Farmington's VandenBosch takes bronze in Special Olympics World GamesA little over a year ago, Katie VandenBosch played tennis for the first time. Now, she owns an Olympics bronze medal. VandenBosch, a Farmington High School graduate, was one of eight Minnesota athletes selected to participate for Team USA in the 2011 Special Olympics World Summer Games, which began in late June in Athens, Greece.
By: Matt Steichen, The Farmington Independent
A little over a year ago, Katie VandenBosch played tennis for the first time.
Now, she owns an Olympics bronze medal.
VandenBosch, a Farmington High School graduate, was one of eight Minnesota athletes selected to participate for Team USA in the 2011 Special Olympics World Summer Games, which began in late June in Athens, Greece. The former state qualifier for the Farmington/Lakeville/Burnsville Blazing Cats adapted soccer, hockey and softball teams came in third place in her division in the tennis singles event, competing against players from Great Britain, Germany and Austria. She also came in fourth place with Team USA teammate Adam Snodgrass from Special Olympics Arizona in the tennis mixed doubles event.

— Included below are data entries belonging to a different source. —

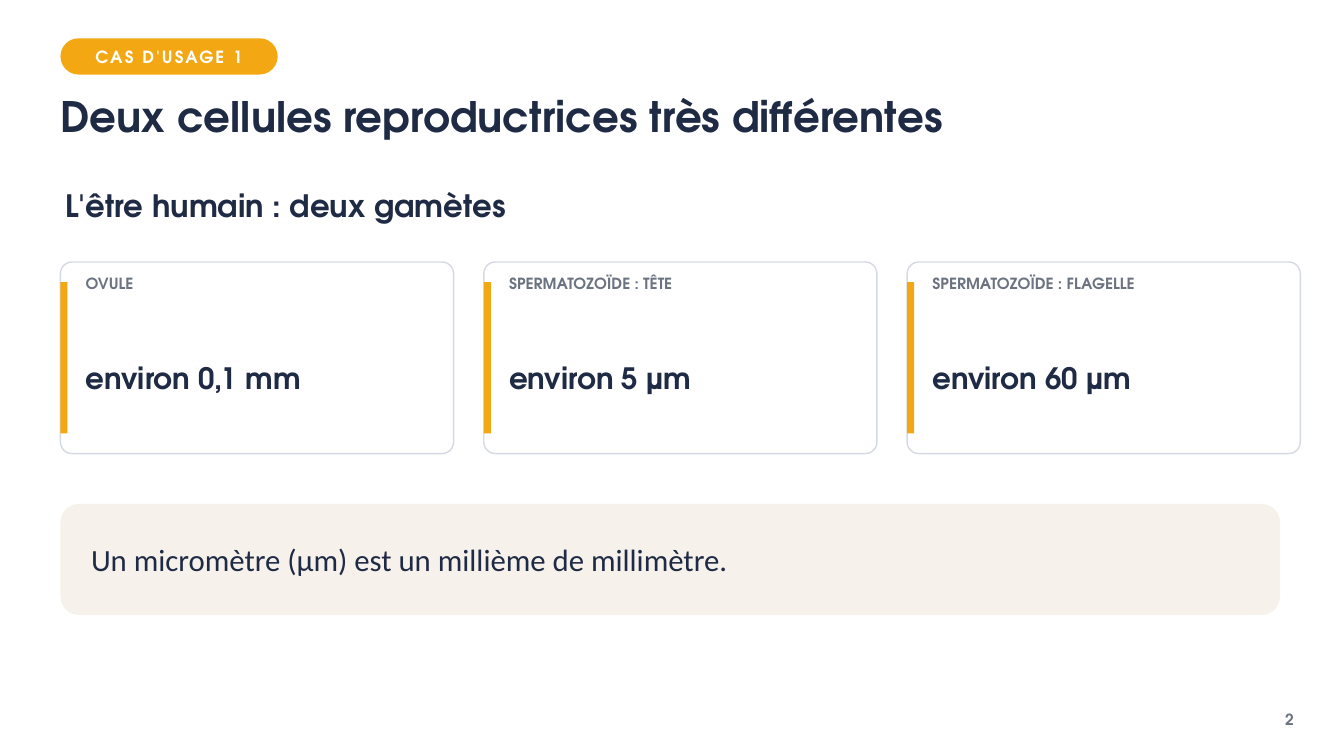
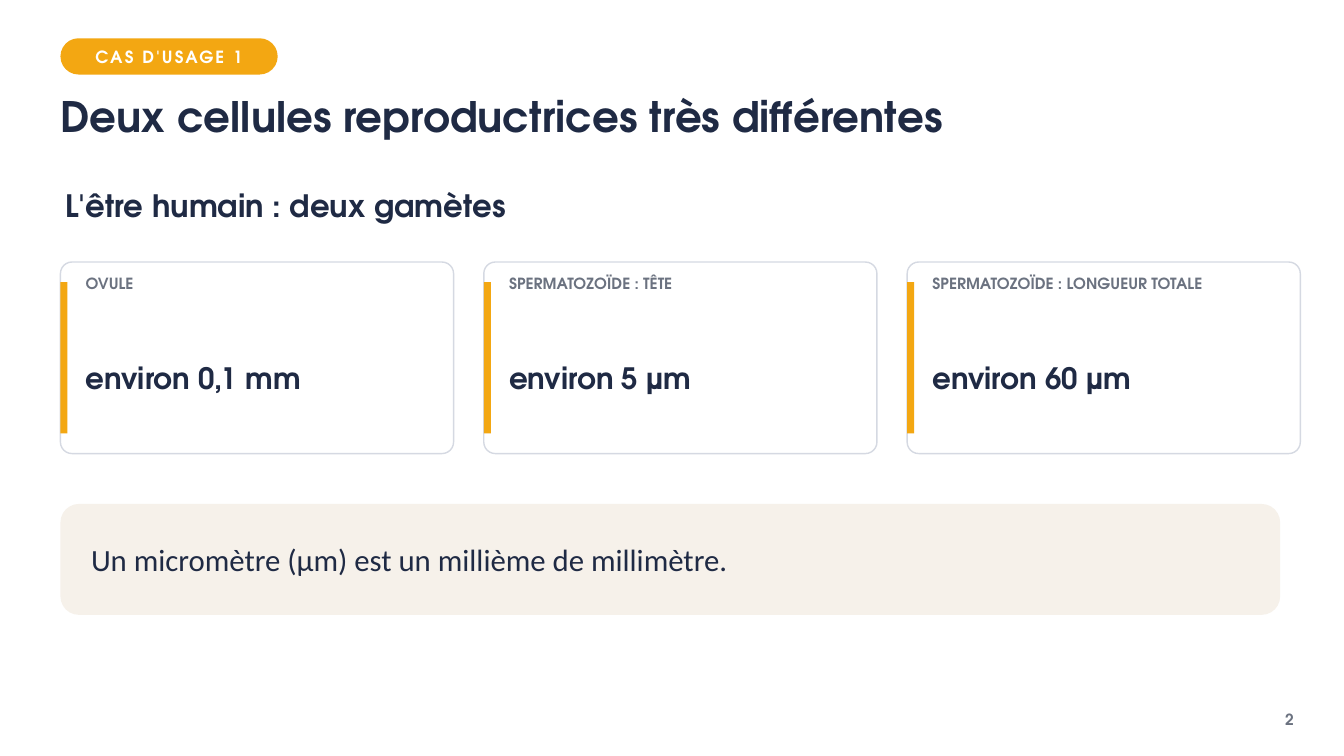
Before and after one commit to VinceIXIV/SVT-cour, a slide deck: slide 2 of cours/4e/S27-la-fecondation-la-rencontre-de-deux-cellules/4e-S27-diaporama.pptx. Drawn at 1344x756 pixels with LibreOffice and Linux fonts; fonts in the diff are those of the drawing. Boxes give left, top, right and bottom in pixels: in the first picture for what was removed or moved away, otherwise in the second. Text is boxed around its words. In the diff, an @@ line names an element or a change of style, - is before the commit and + after.

```diff
--- a/cours/4e/S27-la-fecondation-la-rencontre-de-deux-cellules/4e-S27-diaporama.pptx
+++ b/cours/4e/S27-la-fecondation-la-rencontre-de-deux-cellules/4e-S27-diaporama.pptx
@@ text at (x1=932, y1=274, x2=1202, y2=289): text changed @@
-SPERMATOZOÏDE : FLAGELLE
+SPERMATOZOÏDE : LONGUEUR TOTALE
```
Also in this commit, not shown: 2 other slides changed, 29 other files.

“It was fun,” said VandenBosch, who considers her serving and forehand to be her biggest strengths on the court. She said the competition she faced was “about the same” as what she faced when she competed in the state tournament last June.
VandenBosch originally planned to sign up for volleyball, but the state tournament didn’t have it. She signed up for tennis instead and, after just a few weeks of practice, finished in third place. She then filled out an application and went through an inverview process before being selected for Team USA.
In all, VandenBosch spent 2 1/2 weeks overseas. She spent the first five days on the Island of Rhodes training with Team USA before taking a ferry to Athens. She spent her time away from the Olympics Tennis Center sightseeing around Athens, swimming at the beach, and attending dances and making friends with athletes from the other competing countries.
“My favorite part was seeing all the different cultures and meeting all the different people,” said VandenBosch, who made the trip with her parents, Stefan and Terrie VandenBosch of Farmington, and her grandmother.
VandenBosch plans to continue to her regular practices and play a lot of tennis with her mom in preparation for another chance at competing for Team USA at the next World Summer Games in 2015. In the meantime, she plans to continue serving as an assistant coach for the Blazing Cats.
When VandenBosch was born, doctors told her parents she was perfect. But a short time later she started having petit mal seizures. Doctors told her parents not to worry, but when she was 2 she suffered a grand mal seizure.
Doctors discovered then she had a congenital birth defect, and that the cells in part of her brain did not migrate as she developed during pregnancy.